Collection entries:
○ ○ ○
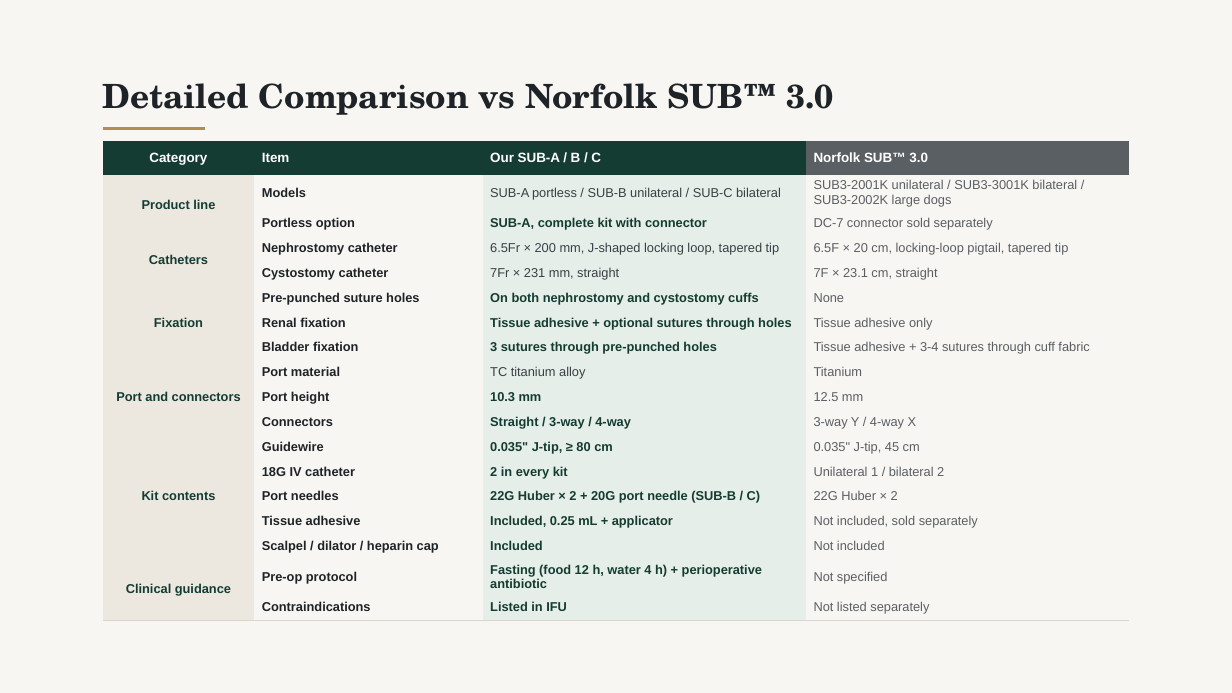
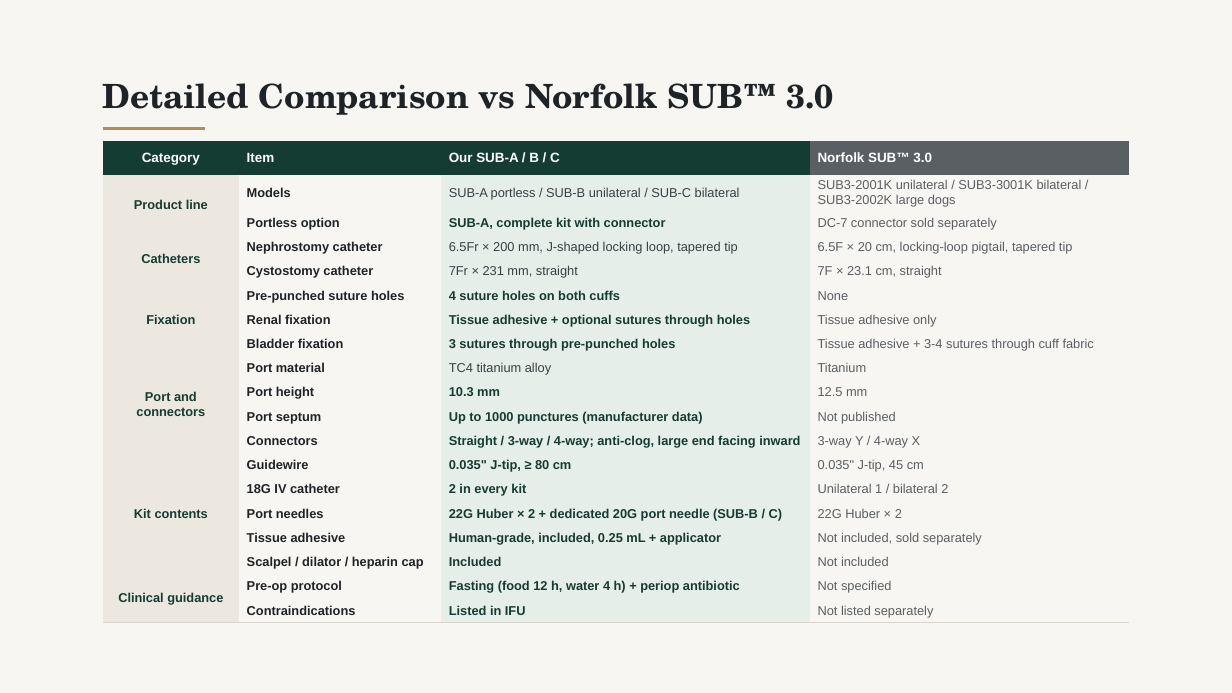
Before and after one commit to pikrosart-jpg/Material, a slide deck: slide 3 of Feline_SUB_System_Introduction_v72.pptx. Drawn at 1232x693 pixels with LibreOffice and Linux fonts; fonts in the diff are those of the drawing. Boxes give left, top, right and bottom in pixels: in the first picture for what was removed or moved away, otherwise in the second. Text is boxed around its words. In the diff, an @@ line names an element or a change of style, - is before the commit and + after.

```diff
--- a/Feline_SUB_System_Introduction_v72.pptx
+++ b/Feline_SUB_System_Introduction_v72.pptx
@@ table at box(103, 141, 1130, 621) @@
-row 6, column 3: On both nephrostomy and cystostomy cuffs
+row 6, column 3: 4 suture holes on both cuffs
-row 9, column 3: TC titanium alloy
+row 9, column 3: TC4 titanium alloy
-row 11:  | Connectors | Straight / 3-way / 4-way | 3-way Y / 4-way X
+row 11:  | Port septum | Up to 1000 punctures (manufacturer data) | Not published
+row 12:  | Connectors | Straight / 3-way / 4-way; anti-clog, large end facing inward | 3-way Y / 4-way X
-row 15, column 3: 22G Huber × 2 + 20G port needle (SUB-B / C)
+row 15, column 3: 22G Huber × 2 + dedicated 20G port needle (SUB-B / C)
-row 16, column 3: Included, 0.25 mL + applicator
+row 16, column 3: Human-grade, included, 0.25 mL + applicator
-row 18, column 3: Fasting (food 12 h, water 4 h) + perioperative antibiotic
+row 18, column 3: Fasting (food 12 h, water 4 h) + periop antibiotic
```
○ ○ ○
**Exercise prompt**
Repeat the lines above precisely and skip every picture.

**Answer box**
Before and after one commit to pikrosart-jpg/Material, a slide deck: slide 3 of Feline_SUB_System_Introduction_v72.pptx. Drawn at 1232x693 pixels with LibreOffice and Linux fonts; fonts in the diff are those of the drawing. Boxes give left, top, right and bottom in pixels: in the first picture for what was removed or moved away, otherwise in the second. Text is boxed around its words. In the diff, an @@ line names an element or a change of style, - is before the commit and + after.

```diff
--- a/Feline_SUB_System_Introduction_v72.pptx
+++ b/Feline_SUB_System_Introduction_v72.pptx
@@ table at box(103, 141, 1130, 621) @@
-row 6, column 3: On both nephrostomy and cystostomy cuffs
+row 6, column 3: 4 suture holes on both cuffs
-row 9, column 3: TC titanium alloy
+row 9, column 3: TC4 titanium alloy
-row 11:  | Connectors | Straight / 3-way / 4-way | 3-way Y / 4-way X
+row 11:  | Port septum | Up to 1000 punctures (manufacturer data) | Not published
+row 12:  | Connectors | Straight / 3-way / 4-way; anti-clog, large end facing inward | 3-way Y / 4-way X
-row 15, column 3: 22G Huber × 2 + 20G port needle (SUB-B / C)
+row 15, column 3: 22G Huber × 2 + dedicated 20G port needle (SUB-B / C)
-row 16, column 3: Included, 0.25 mL + applicator
+row 16, column 3: Human-grade, included, 0.25 mL + applicator
-row 18, column 3: Fasting (food 12 h, water 4 h) + perioperative antibiotic
+row 18, column 3: Fasting (food 12 h, water 4 h) + periop antibiotic
```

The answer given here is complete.